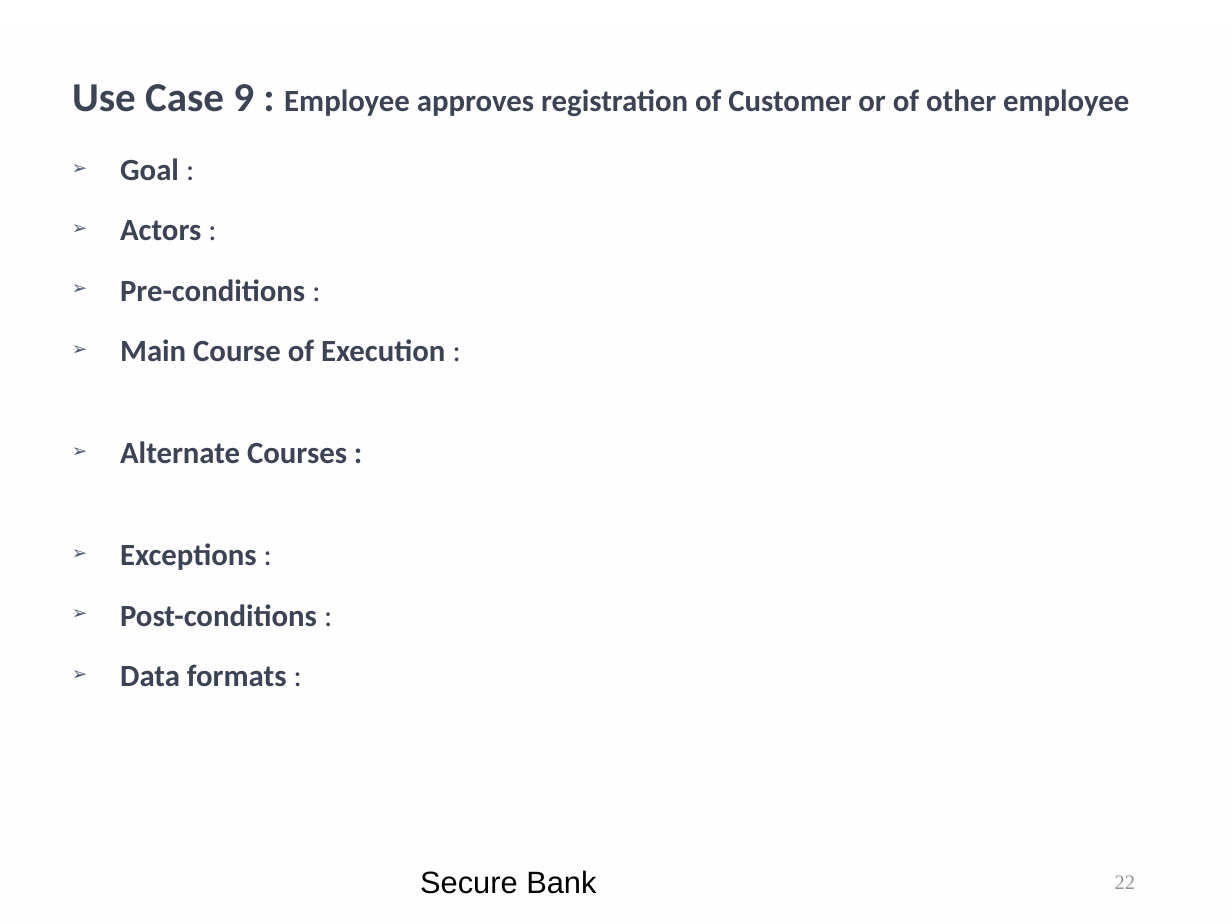
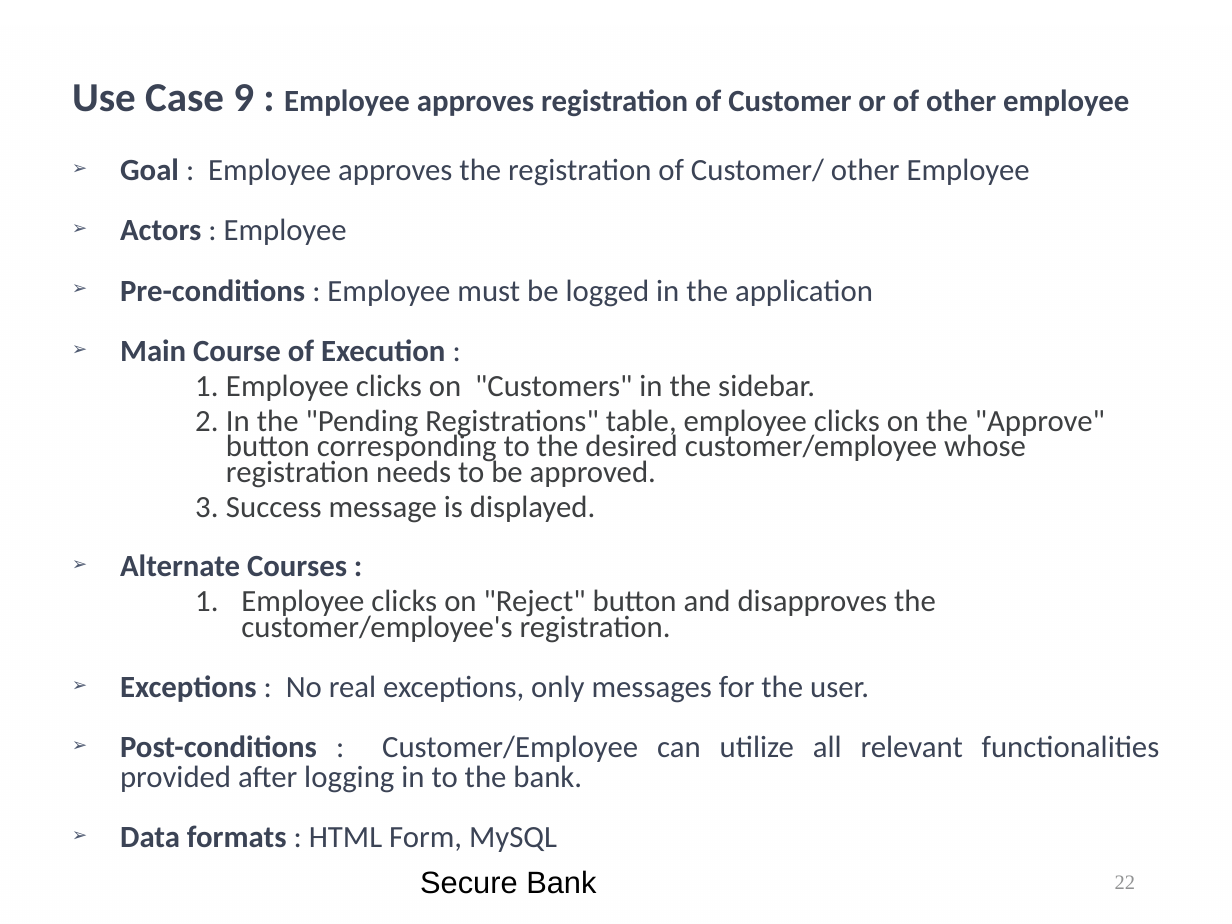
Before and after one commit to kwuerl/secure-coding-team-8, a slide deck: slide 22 of presentations/Phase3.ppt. Drawn at 1232x924 pixels with LibreOffice and Linux fonts; fonts in the diff are those of the drawing; background and template pictures are left out. Boxes give left, top, right and bottom in pixels: in the first picture for what was removed or moved away, otherwise in the second. Text is boxed around its words. In the diff, an @@ line names an element or a change of style, - is before the commit and + after.

```diff
--- a/presentations/Phase3.ppt
+++ b/presentations/Phase3.ppt
@@ text at box(120, 158, 1030, 307): text changed; bold off @@
-➢ Goal :
-➢ Actors :
-➢ Pre-conditions :
+➢ Goal : Employee approves the registration of Customer/ other Employee
+➢ Actors : Employee
+➢ Pre-conditions : Employee must be logged in the application
@@ text at box(226, 374, 1105, 523): paragraphs added @@
+    1. Employee clicks on "Customers" in the sidebar.
+    2. In the "Pending Registrations" table, employee clicks on the "Approve" button corresponding to the desired customer/employee whose registration needs to be approved.
+    3. Success message is displayed.
@@ text at box(120, 589, 1160, 852): text changed; bold off @@
-➢ Exceptions :
-➢ Post-conditions :
-➢ Data formats :
+    1. Employee clicks on "Reject" button and disapproves the customer/employee's registration.
+➢ Exceptions : No real exceptions, only messages for the user.
+➢ Post-conditions : Customer/Employee can utilize all relevant functionalities provided after logging in to the bank.
+➢ Data formats : HTML Form, MySQL
```
Also in this commit, not shown: 11 other slides changed, 1 slide added.
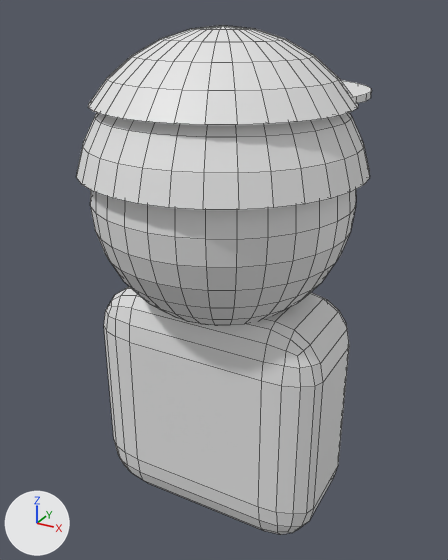
Renders of the Blender file Blender/SelfGeometry.blend from each side of a commit.
Both versions are drawn from a camera (50 mm lens) standing at (22.3, -40.4, 33.1) and looking at (-0.7, 1.4, 12.2). The lights are fixed; the arrows at lower left show +X, +Y and +Z. Mesh edges are drawn as thin lines.

The first picture shows 'Hair', 'Hat', 'Head', 'Shirt'.
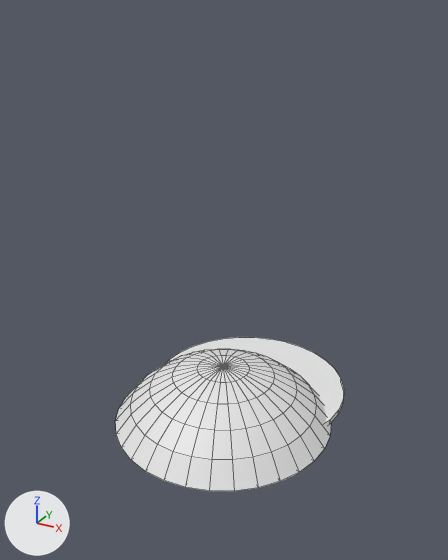
The change in detail:
Object 'Shirt' (ob_shirt) moves from (0.0, 0.0, 2.0) to (0.0, 0.0, 0.0).
Object 'Shirt' (ob_shirt) is now hidden.
Object 'Hat' (ob_hat) moves from (0.0, 5.0, 27.2) to (0.0, 5.0, 0.0).
Object 'Hair' (ob_hair) moves from (0.0, 0.0, 20.0) to (0.0, 0.0, 0.0).
Object 'Hair' (ob_hair) is now hidden.
Object 'Head' (ob_head) moves from (0.0, 0.0, 20.0) to (0.0, 0.0, 0.0).
Object 'Head' (ob_head) is now hidden.

Changed parts and their boxes (x1, y1, x2, y2) in the pictures (448 x 560 px):
'Hat', moved
    before: (88, 25, 372, 125)
    after: (115, 337, 344, 491)
'Shirt', hidden
    before: (104, 287, 349, 535)
'Head', hidden
    before: (90, 190, 356, 325)
'Hair', hidden
    before: (77, 113, 370, 210)
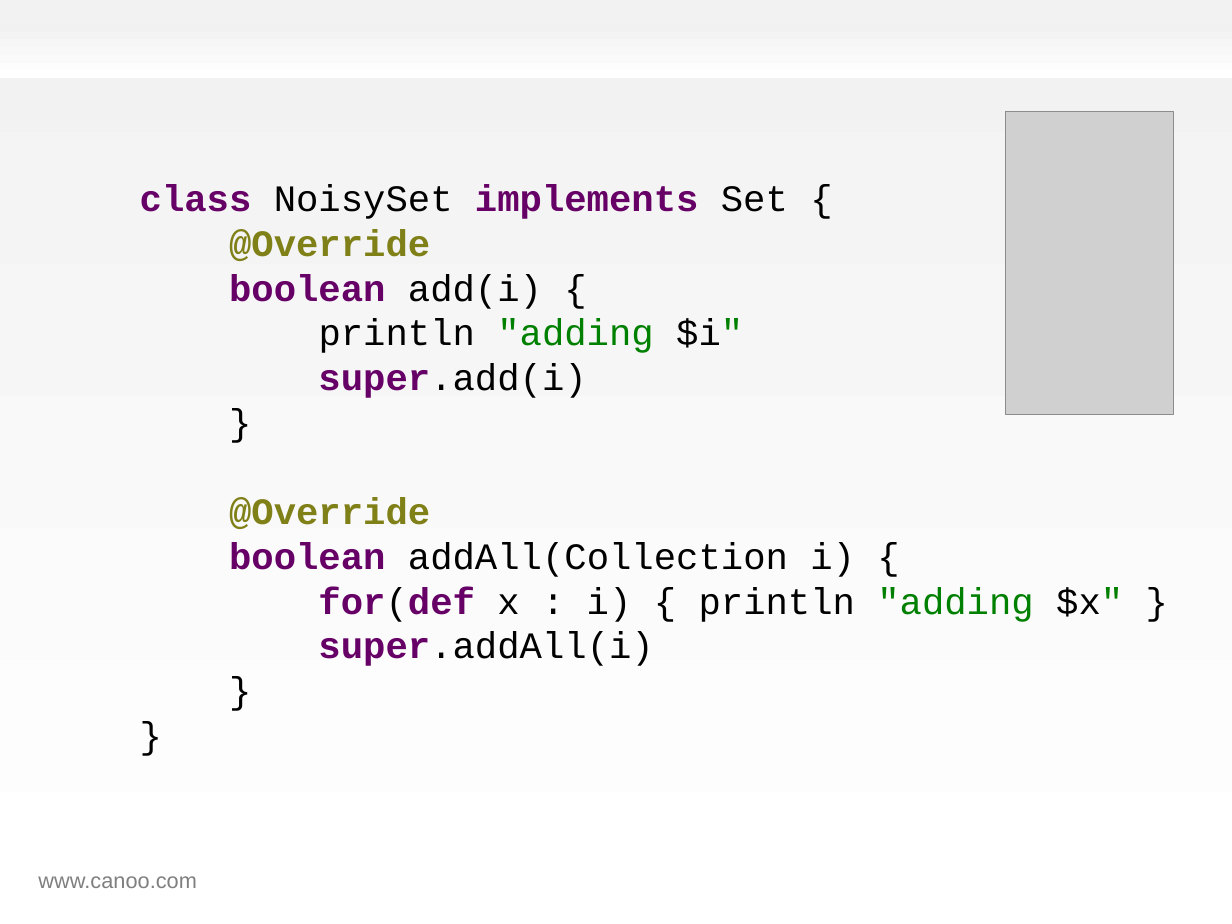
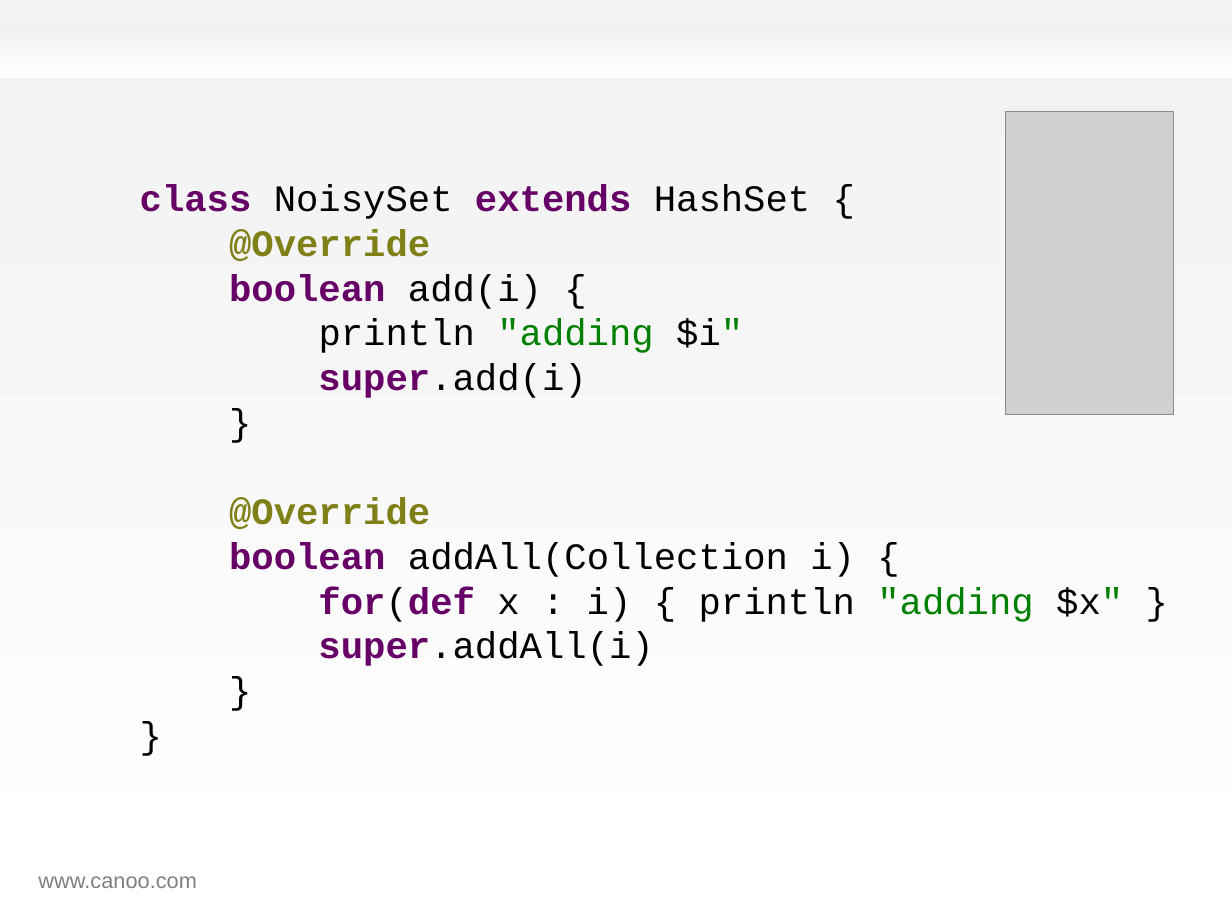
Before and after one commit to HamletDRC/presentations, a slide deck: slide 32 of effectivegroovy/effectivegroovy_gr82011.odp. Drawn at 1232x924 pixels with LibreOffice and Linux fonts; fonts in the diff are those of the drawing; grey boxes stand for pictures; background and template pictures are left out. Boxes give left, top, right and bottom in pixels: in the first picture for what was removed or moved away, otherwise in the second. Text is boxed around its words. In the diff, an @@ line names an element or a change of style, - is before the commit and + after.

```diff
--- a/effectivegroovy/effectivegroovy_gr82011.odp
+++ b/effectivegroovy/effectivegroovy_gr82011.odp
@@ text at <box>140,185,1123,666</box>: text changed @@
-class NoisySet implements Set {
-@Override
-boolean add(i) {
-println "adding $i"
-super.add(i)
-}
-@Override
-boolean addAll(Collection i) {
-for(def x : i) { println "adding $x" }
-super.addAll(i)
-}
-}
+class NoisySet extends HashSet {
+@Override
+boolean add(i) {
+println "adding $i"
+super.add(i)
+}
+@Override
+boolean addAll(Collection i) {
+for(def x : i) { println "adding $x" }
+super.addAll(i)
+}
+}
```
Also in this commit, not shown: 12 other slides changed, 4 other files.

Task instructions
Transcribe the listing exactly; omit all images.

Answer to the exercise
Before and after one commit to kwuerl/secure-coding-team-8, a slide deck: slide 22 of presentations/Phase3.ppt. Drawn at 1232x924 pixels with LibreOffice and Linux fonts; fonts in the diff are those of the drawing; background and template pictures are left out. Boxes give left, top, right and bottom in pixels: in the first picture for what was removed or moved away, otherwise in the second. Text is boxed around its words. In the diff, an @@ line names an element or a change of style, - is before the commit and + after.

```diff
--- a/presentations/Phase3.ppt
+++ b/presentations/Phase3.ppt
@@ text at box(120, 158, 1030, 307): text changed; bold off @@
-➢ Goal :
-➢ Actors :
-➢ Pre-conditions :
+➢ Goal : Employee approves the registration of Customer/ other Employee
+➢ Actors : Employee
+➢ Pre-conditions : Employee must be logged in the application
@@ text at box(226, 374, 1105, 523): paragraphs added @@
+    1. Employee clicks on "Customers" in the sidebar.
+    2. In the "Pending Registrations" table, employee clicks on the "Approve" button corresponding to the desired customer/employee whose registration needs to be approved.
+    3. Success message is displayed.
@@ text at box(120, 589, 1160, 852): text changed; bold off @@
-➢ Exceptions :
-➢ Post-conditions :
-➢ Data formats :
+    1. Employee clicks on "Reject" button and disapproves the customer/employee's registration.
+➢ Exceptions : No real exceptions, only messages for the user.
+➢ Post-conditions : Customer/Employee can utilize all relevant functionalities provided after logging in to the bank.
+➢ Data formats : HTML Form, MySQL
```
Also in this commit, not shown: 11 other slides changed, 1 slide added.
Renders of the Blender file Blender/SelfGeometry.blend from each side of a commit.
Both versions are drawn from a camera (50 mm lens) standing at (22.3, -40.4, 33.1) and looking at (-0.7, 1.4, 12.2). The lights are fixed; the arrows at lower left show +X, +Y and +Z. Mesh edges are drawn as thin lines.

The first picture shows 'Hair', 'Hat', 'Head', 'Shirt'.
The change in detail:
Object 'Shirt' (ob_shirt) moves from (0.0, 0.0, 2.0) to (0.0, 0.0, 0.0).
Object 'Shirt' (ob_shirt) is now hidden.
Object 'Hat' (ob_hat) moves from (0.0, 5.0, 27.2) to (0.0, 5.0, 0.0).
Object 'Hair' (ob_hair) moves from (0.0, 0.0, 20.0) to (0.0, 0.0, 0.0).
Object 'Hair' (ob_hair) is now hidden.
Object 'Head' (ob_head) moves from (0.0, 0.0, 20.0) to (0.0, 0.0, 0.0).
Object 'Head' (ob_head) is now hidden.

Changed parts and their boxes (x1, y1, x2, y2) in the pictures (448 x 560 px):
'Hat', moved
    before: (88, 25, 372, 125)
    after: (115, 337, 344, 491)
'Shirt', hidden
    before: (104, 287, 349, 535)
'Head', hidden
    before: (90, 190, 356, 325)
'Hair', hidden
    before: (77, 113, 370, 210)
Before and after one commit to HamletDRC/presentations, a slide deck: slide 32 of effectivegroovy/effectivegroovy_gr82011.odp. Drawn at 1232x924 pixels with LibreOffice and Linux fonts; fonts in the diff are those of the drawing; grey boxes stand for pictures; background and template pictures are left out. Boxes give left, top, right and bottom in pixels: in the first picture for what was removed or moved away, otherwise in the second. Text is boxed around its words. In the diff, an @@ line names an element or a change of style, - is before the commit and + after.

```diff
--- a/effectivegroovy/effectivegroovy_gr82011.odp
+++ b/effectivegroovy/effectivegroovy_gr82011.odp
@@ text at <box>140,185,1123,666</box>: text changed @@
-class NoisySet implements Set {
-@Override
-boolean add(i) {
-println "adding $i"
-super.add(i)
-}
-@Override
-boolean addAll(Collection i) {
-for(def x : i) { println "adding $x" }
-super.addAll(i)
-}
-}
+class NoisySet extends HashSet {
+@Override
+boolean add(i) {
+println "adding $i"
+super.add(i)
+}
+@Override
+boolean addAll(Collection i) {
+for(def x : i) { println "adding $x" }
+super.addAll(i)
+}
+}
```
Also in this commit, not shown: 12 other slides changed, 4 other files.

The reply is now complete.